# Thumbs Up! and Pix



## IROCZILLA (Jun 29, 2012)

On my way to the beach earlier Sunday morning, always a nice drive in the Cruze, a WRX pulled aside me rolled down his window, pointed to his roof, then signaled a thumbs up. Assuming he was talking about my roof it was a cool moment. I'm used to thumbs up in the Camaro but in my Cruze this has never happened. Then once at the beach a Firetruck honked their horn and out of the passager side comes a hand pointing at my car with again, a thumbs up. Lol just thought I would share.


----------



## XtremeRevolution (Jan 19, 2012)

Nice! Are your rear lights tinted, or is it just the pictures?


----------



## Epickphale (Jan 30, 2013)

I get waves and salutes from other Cruzes but the general public pays little attention to me most of the time... Unless Im behind them and they are taking the time to read "SLOWER TRAFFIC --->" on my wind shield. Maybe it's just the pics like XR says but love the car. Blacked out roof blacked out bowties... simple but elegant. Well done sir.


----------



## ijaen (Nov 9, 2012)

I only dislike that the roof is matte, otherwise looks clean and well done!


----------



## Cruzader13190 (Mar 8, 2013)

Big fan of the matte roof. Do you have a diffuser or did you plasti that as well?

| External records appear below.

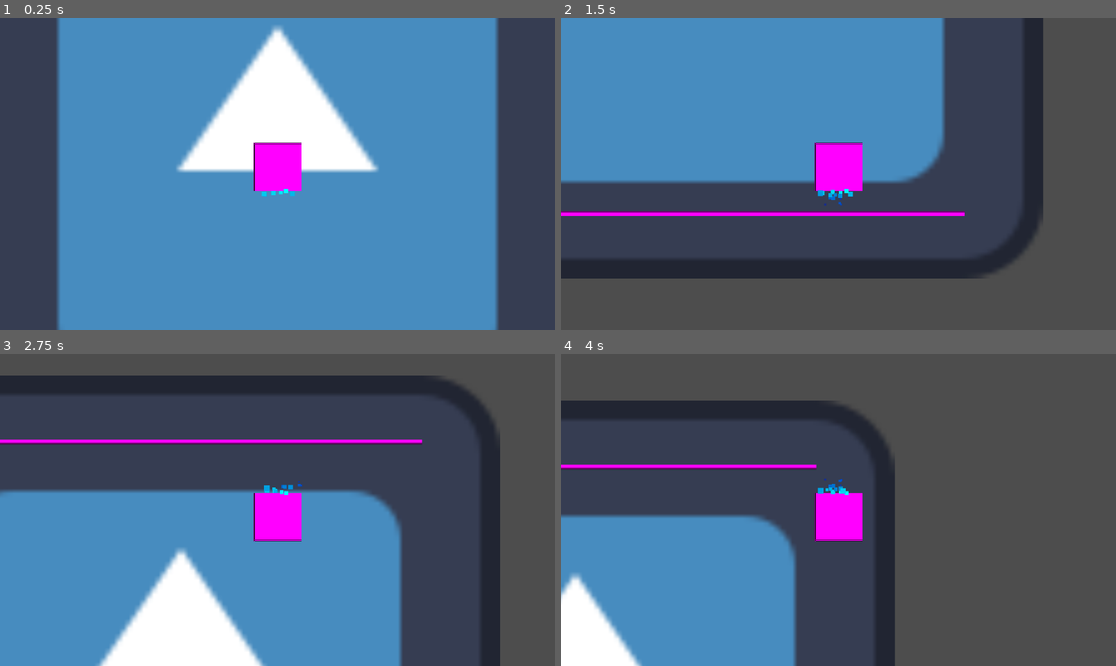
Above: before the commit, frames 1-4 (two rows, left to right).
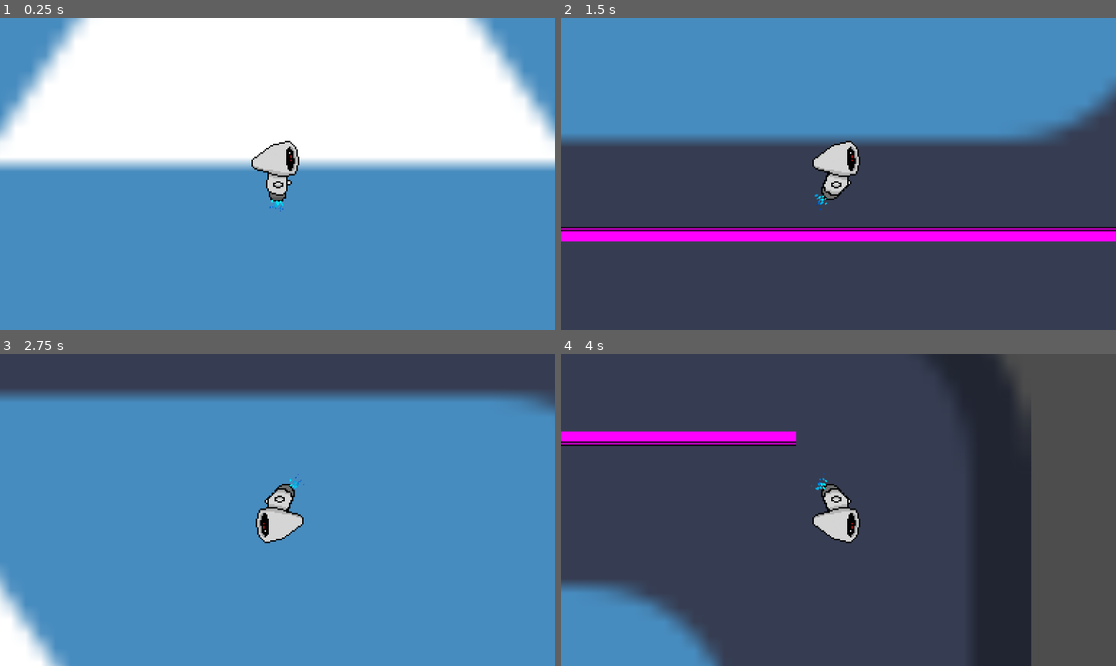
Above: after the commit, the same moments.

Repository: Math-s314/gravit-issue_project
Game: Godot game, scene res://Levels/MainTest.tscn
The game is run twice, just before and just after one commit, with the same random seed, the same clock (stepped at 60 frames per second) and the same inputs. The engine's default icon, where the game draws it, is replaced by a stand-in: a white triangle on a blue panel in a dark square.
Inputs:
- Up to frame 1 (0.25 s): no input
- Up to frame 2 (1.5 s): hold D (Right) from 0.53 s (still down); tap Space (Jump) at 0.77 s
- Up to frame 3 (2.75 s): tap Space (Jump) at 1.52 s; release D (Right) at 2.03 s; hold A (Left) from 2.03 s (still down)
- Up to frame 4 (4 s): release A (Left) at 2.78 s; hold D (Right) from 2.78 s (still down); tap Space (Jump) at 3.02, 3.77 s

The runs differ from the first frame. In frame 1, 54% of the frame differs, in the area x 0-100%, y 0-100%; in frame 2, 34%; in frame 3, 62%, in the area x 0-100%, y 6-100%; in frame 4, 41%.

Commit message:
Add particles system and animations to player

Diff:
--- /dev/null
+++ b/gravit-issue/Actors/Player/Animations/BlueColorGrad.tres
@@ -0,0 +1,5 @@
+[gd_resource type="Gradient" format=3 uid="uid://d4ghvv4ah3poc"]
+
+[resource]
+offsets = PackedFloat32Array(0, 0.825, 1)
+colors = PackedColorArray(1, 1, 1, 1, 1, 0.262745, 0.768627, 1, 1, 0.105882, 0.717647, 0.435294)
--- /dev/null
+++ b/gravit-issue/Actors/Player/Animations/SpriteFrames.tres
@@ -0,0 +1,38 @@
+[gd_resource type="SpriteFrames" load_steps=8 format=3 uid="uid://lfhvyob3ommm"]
+
+[ext_resource type="Texture2D" uid="uid://g4lmyfij2lc" path="res://Actors/Player/Animations/Walking/sprite_0.png" id="1_irb7b"]
+[ext_resource type="Texture2D" uid="uid://bub5jh0h6n7dx" path="res://Actors/Player/Animations/Walking/sprite_1.png" id="2_cdq81"]
+[ext_resource type="Texture2D" uid="uid://dhhxf1c8qit3u" path="res://Actors/Player/Animations/Walking/sprite_2.png" id="3_o5i54"]
+[ext_resource type="Texture2D" uid="uid://cgif07lrvclw3" path="res://Actors/Player/Animations/Walking/sprite_3.png" id="4_15aw2"]
+[ext_resource type="Texture2D" uid="uid://bqs7cc1nw0qre" path="res://Actors/Player/Animations/Walking/sprite_4.png" id="5_ubjdv"]
+[ext_resource type="Texture2D" uid="uid://drwv2615v1utj" path="res://Actors/Player/Animations/Walking/sprite_5.png" id="6_lilqm"]
+[ext_resource type="Texture2D" uid="uid://f4w5svqkkrkg" path="res://Actors/Player/Animations/Walking/sprite_6.png" id="7_errci"]
+
+[resource]
+animations = [{
+"frames": [{
+"duration": 1.0,
+"texture": ExtResource("1_irb7b")
+}, {
+"duration": 1.0,
+"texture": ExtResource("2_cdq81")
+}, {
+"duration": 1.0,
+"texture": ExtResource("3_o5i54")
+}, {
+"duration": 1.0,
+"texture": ExtResource("4_15aw2")
+}, {
+"duration": 1.0,
+"texture": ExtResource("5_ubjdv")
+}, {
+"duration": 1.0,
+"texture": ExtResource("6_lilqm")
+}, {
+"duration": 1.0,
+"texture": ExtResource("7_errci")
+}],
+"loop": true,
+"name": &"Walking",
+"speed": 6.0
+}]
--- a/gravit-issue/Actors/Player/Player.tscn
+++ b/gravit-issue/Actors/Player/Player.tscn
@@ -1,20 +1,17 @@
-[gd_scene load_steps=6 format=3 uid="uid://74wocrxi6qah"]
+[gd_scene load_steps=7 format=3 uid="uid://74wocrxi6qah"]
 
 [ext_resource type="Script" uid="uid://kjjdalfrg540" path="res://Actors/Player/player.gd" id="1_ech6m"]
+[ext_resource type="SpriteFrames" uid="uid://lfhvyob3ommm" path="res://Actors/Player/Animations/SpriteFrames.tres" id="2_4x03u"]
+[ext_resource type="Gradient" uid="uid://d4ghvv4ah3poc" path="res://Actors/Player/Animations/BlueColorGrad.tres" id="3_urha2"]
+[ext_resource type="Texture2D" uid="uid://cskw56xmqgyhk" path="res://Actors/Player/Animations/ParticlesTexture.png" id="3_yqfyh"]
 
-[sub_resource type="RectangleShape2D" id="RectangleShape2D_sipw2"]
-size = Vector2(100, 130)
-
-[sub_resource type="PlaceholderTexture2D" id="PlaceholderTexture2D_ech6m"]
-size = Vector2(100, 100)
+[sub_resource type="CapsuleShape2D" id="CapsuleShape2D_4x03u"]
+radius = 15.0
+height = 50.0
 
 [sub_resource type="Curve" id="Curve_ech6m"]
 _data = [Vector2(0, 0.827561), 0.0, 1.11864, 0, 0, Vector2(0.523715, 0.894621), -1.8178, -1.8178, 0, 0, Vector2(0.998024, 0.396463), -0.18644, 0.0, 0, 0]
 point_count = 3
-
-[sub_resource type="Gradient" id="Gradient_ech6m"]
-offsets = PackedFloat32Array(0, 0.825, 1)
-colors = PackedColorArray(1, 1, 1, 1, 1, 0.262745, 0.768627, 1, 1, 0.105882, 0.717647, 0.435294)
 
 [node name="Player" type="CharacterBody2D"]
 script = ExtResource("1_ech6m")
@@ -26,31 +23,39 @@
 air_control = 0.5
 
 [node name="CollisionShape2D" type="CollisionShape2D" parent="."]
-shape = SubResource("RectangleShape2D_sipw2")
+shape = SubResource("CapsuleShape2D_4x03u")
 
-[node name="Sprite2D" type="Sprite2D" parent="."]
-position = Vector2(0, -15)
-texture = SubResource("PlaceholderTexture2D_ech6m")
+[node name="AnimatedSprite2D" type="AnimatedSprite2D" parent="."]
+position = Vector2(0, -8)
+scale = Vector2(0.25, 0.25)
+sprite_frames = ExtResource("2_4x03u")
+animation = &"Walking"
+frame = 6
 
 [node name="Camera2D" type="Camera2D" parent="."]
+zoom = Vector2(3, 3)
+position_smoothing_speed = 20.0
 
 [node name="CPUParticles2D" type="CPUParticles2D" parent="."]
-position = Vector2(0, 35)
-amount = 15
-lifetime = 0.65
+position = Vector2(-10, 16.3)
+rotation = 0.820305
+amount = 20
+texture = ExtResource("3_yqfyh")
+lifetime = 0.15
 local_coords = true
 emission_shape = 3
-emission_rect_extents = Vector2(30, 1)
+emission_rect_extents = Vector2(4, 1)
+particle_flag_align_y = true
 direction = Vector2(0, 0.5)
 spread = 20.0
 gravity = Vector2(0, 0)
-initial_velocity_min = 50.0
-initial_velocity_max = 70.0
-scale_amount_min = 6.0
-scale_amount_max = 12.0
+initial_velocity_min = 30.0
+initial_velocity_max = 50.0
+scale_amount_min = 0.01
+scale_amount_max = 0.02
 scale_amount_curve = SubResource("Curve_ech6m")
 color = Color(0, 1, 1, 1)
-color_ramp = SubResource("Gradient_ech6m")
+color_ramp = ExtResource("3_urha2")
 
 [node name="GravityTimer" type="Timer" parent="."]
 one_shot = true
--- a/gravit-issue/Actors/Player/player.gd
+++ b/gravit-issue/Actors/Player/player.gd
@@ -2,30 +2,35 @@
 class_name Player
 
 @export_group("Gravity")
-@export var gravity_strength := 0.0;
-@export var transition_duration := 0.0
-@export var still_duration := 0.0
+@export var gravity_strength : float
+@export var transition_duration : float
+@export var still_duration : float
 #@export_exp_easing var transition_speed := 1.0
 
 @export_group("Controls")
-@export var move_speed := 0.0
-@export var jump_force := 0.0
-@export var air_control := 0.0
-
-@export_group("Display")
-@export var min_particle_speed : float = 30.0
-@export var max_particle_speed : float = 50.0
-
+@export var move_speed : float
+@export var jump_force : float
+@export var air_control : float
 
 ## Gravity switching
 var gravity_switch := 1.0;
 var gravity_transition := false
 @onready var gravity_timer := $GravityTimer
-@onready var sprite := $Sprite2D
+@onready var sprite := $AnimatedSprite2D
 @onready var particles := $CPUParticles2D
+
+## Display informations
+const EPSILON := 1e-2
+const BASE_EMITTER := Transform2D(0.0, Vector2(0.0, 19.0))
+const WALKING_EMITTER := Transform2D(deg_to_rad(47.0), Vector2(-10.0, 16.3))
+
+var min_particle_speed : float
+var max_particle_speed : float
 
 func _ready() -> void:
 	gravity_timer.wait_time = still_duration
+	min_particle_speed = particles.initial_velocity_min
+	max_particle_speed = particles.initial_velocity_max
 
 func _process(delta: float) -> void:
 	# Gravity
@@ -35,10 +40,16 @@
 
 	# Player input
 	var inputAxis :=  Input.get_axis("Left", "Right") * (1.0 if is_on_floor() else air_control)
-	particles.direction.x = -inputAxis
 	particles.initial_velocity_min = lerp(min_particle_speed, 1.5 * min_particle_speed, abs(inputAxis))
 	particles.initial_velocity_max = lerp(max_particle_speed, 1.5 * max_particle_speed, abs(inputAxis))
 	velocity = Vector2(inputAxis * move_speed, velocity.y)
+
+	sprite.frame = floor(abs(inputAxis * 6.99))
+	if inputAxis > EPSILON : sprite.flip_h = false
+	elif inputAxis < -EPSILON : sprite.flip_h = true
+	particles.transform = BASE_EMITTER if sprite.frame == 0 else WALKING_EMITTER
+	particles.position.x *= -1.0 if sprite.flip_h else 1.0
+	particles.rotation *= -1.0 if sprite.flip_h else 1.0
 
 	if Input.is_action_just_pressed("Jump") && is_on_floor():
 		velocity.y = -gravity_switch * jump_force
Binary file added: gravit-issue/Actors/Player/Animations/ParticlesTexture.png
Not shown, added: gravit-issue/Actors/Player/Animations/ParticlesTexture.png.import
Binary file added: gravit-issue/Actors/Player/Animations/Walking/sprite_0.png
Not shown, added: gravit-issue/Actors/Player/Animations/Walking/sprite_0.png.import
Binary file added: gravit-issue/Actors/Player/Animations/Walking/sprite_1.png
Not shown, added: gravit-issue/Actors/Player/Animations/Walking/sprite_1.png.import
Binary file added: gravit-issue/Actors/Player/Animations/Walking/sprite_2.png
Not shown, added: gravit-issue/Actors/Player/Animations/Walking/sprite_2.png.import
Binary file added: gravit-issue/Actors/Player/Animations/Walking/sprite_3.png
Not shown, added: gravit-issue/Actors/Player/Animations/Walking/sprite_3.png.import
Binary file added: gravit-issue/Actors/Player/Animations/Walking/sprite_4.png
Not shown, added: gravit-issue/Actors/Player/Animations/Walking/sprite_4.png.import
(and 4 more such lines)

Sent from AutoGuide.com Free App


----------



## IROCZILLA (Jun 29, 2012)

Epickphale said:


> I get waves and salutes from other Cruzes but the general public pays little attention to me most of the time... Unless Im behind them and they are taking the time to read "SLOWER TRAFFIC --->" on my wind shield. Maybe it's just the pics like XR says but love the car. Blacked out roof blacked out bowties... simple but elegant. Well done sir.


Thats what I was going for simple. Thanks 


Cruzader13190 said:


> Big fan of the matte roof. Do you have a diffuser or did you plasti that as well?
> 
> 
> Sent from AutoGuide.com Free App


Thanks, the diffuser is just dipped.


ijaen said:


> I only dislike that the roof is matte, otherwise looks clean and well done!


Thanks! I only wanted matte because of all the other plasti-dip/matte on the car. 


XtremeRevolution said:


> Nice! Are your rear lights tinted, or is it just the pictures?


Thanks! They only look that way in the pictures. They are bright red still. Editing makes them that way.


----------



## iKermit (Dec 13, 2010)

**** you painted those hub cabs really nice... Good job on all those exterior mods, i rarely get a thumbs up down here man. Everybody is too selfish. I once got stopped by a Cruze white like yours, and he asked me where i got my bowtie inserts and he then floored it without a thanks.


----------



## Chevyderek72 (May 16, 2011)

Nice looking car man!


----------



## 2013Cruze (Aug 4, 2012)

Nice pics.


----------



## IROCZILLA (Jun 29, 2012)

Thanks everyone!


iKermit said:


> **** you painted those hub cabs really nice... Good job on all those exterior mods, i rarely get a thumbs up down here man. Everybody is too selfish. I once got stopped by a Cruze white like yours, and he asked me where i got my bowtie inserts and he then floored it without a thanks.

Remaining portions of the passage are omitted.